The problem: Wherever a line of the data contains "shown", copy that line.

(Records from a data collection)
════════

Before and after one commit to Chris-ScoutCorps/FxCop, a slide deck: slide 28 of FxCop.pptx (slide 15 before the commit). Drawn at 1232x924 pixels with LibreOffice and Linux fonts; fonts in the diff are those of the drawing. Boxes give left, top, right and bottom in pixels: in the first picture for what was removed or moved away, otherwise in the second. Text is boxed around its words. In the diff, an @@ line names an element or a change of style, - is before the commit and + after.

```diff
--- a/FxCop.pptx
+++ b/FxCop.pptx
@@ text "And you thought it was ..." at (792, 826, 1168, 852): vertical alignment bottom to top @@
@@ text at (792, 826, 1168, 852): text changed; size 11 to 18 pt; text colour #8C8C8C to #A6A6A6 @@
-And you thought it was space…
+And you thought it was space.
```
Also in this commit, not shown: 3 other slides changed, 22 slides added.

════════

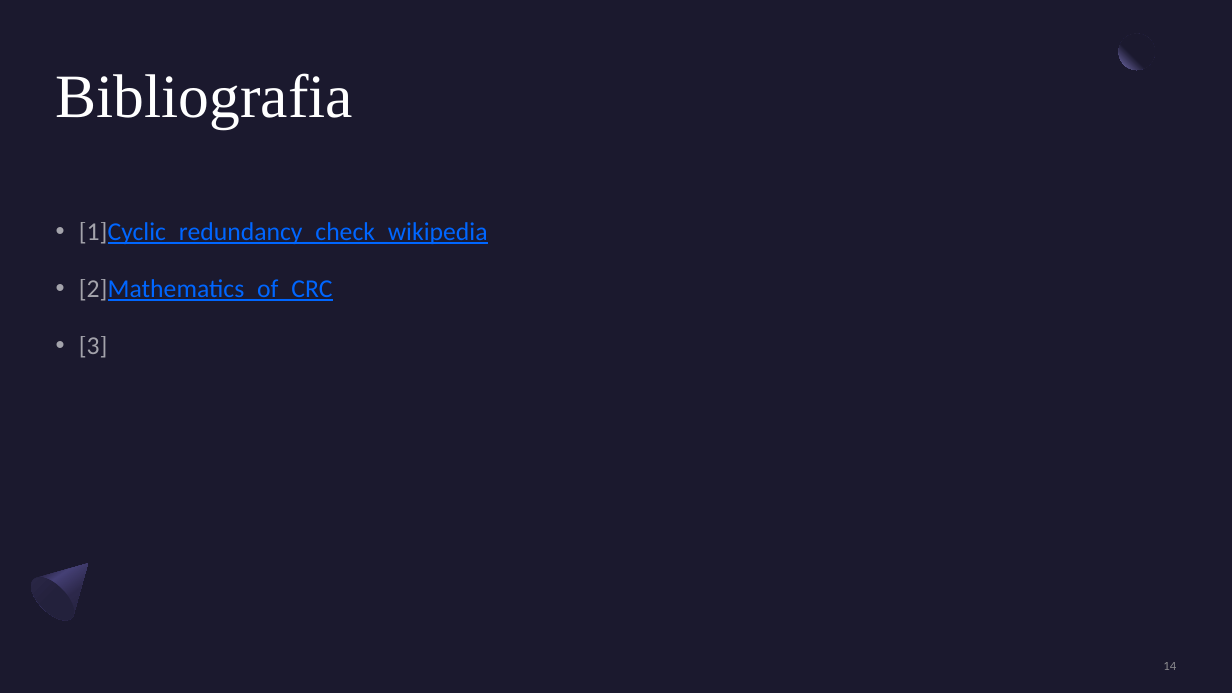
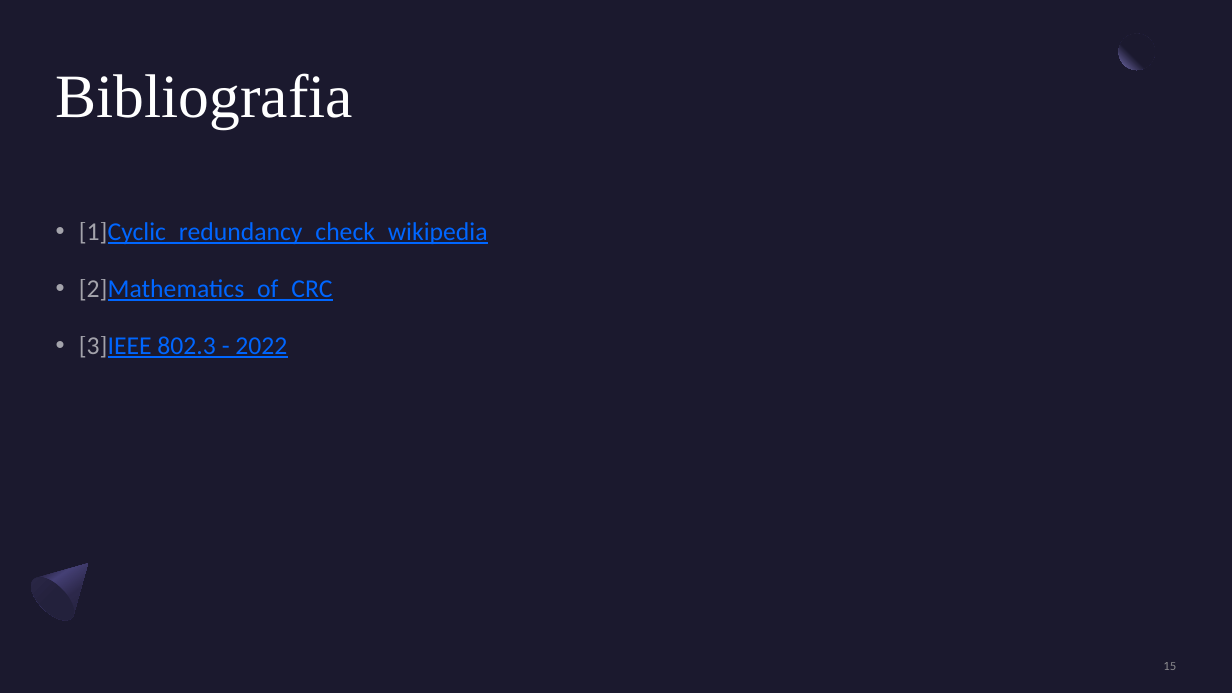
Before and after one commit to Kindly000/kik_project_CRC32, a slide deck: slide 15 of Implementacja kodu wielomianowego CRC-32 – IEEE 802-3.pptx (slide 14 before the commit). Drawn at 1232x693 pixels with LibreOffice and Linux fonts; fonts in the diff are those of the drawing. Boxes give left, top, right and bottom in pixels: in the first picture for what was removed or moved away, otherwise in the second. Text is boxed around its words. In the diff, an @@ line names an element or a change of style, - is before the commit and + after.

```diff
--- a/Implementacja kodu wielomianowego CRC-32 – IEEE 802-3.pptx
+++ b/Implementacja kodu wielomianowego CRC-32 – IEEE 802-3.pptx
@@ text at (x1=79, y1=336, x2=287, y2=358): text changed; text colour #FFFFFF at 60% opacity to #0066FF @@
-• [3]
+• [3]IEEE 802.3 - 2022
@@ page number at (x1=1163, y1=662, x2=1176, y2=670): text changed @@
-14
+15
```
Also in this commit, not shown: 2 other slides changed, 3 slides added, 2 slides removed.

════════

Solution:
Also in this commit, not shown: 3 other slides changed, 22 slides added.
Also in this commit, not shown: 2 other slides changed, 3 slides added, 2 slides removed.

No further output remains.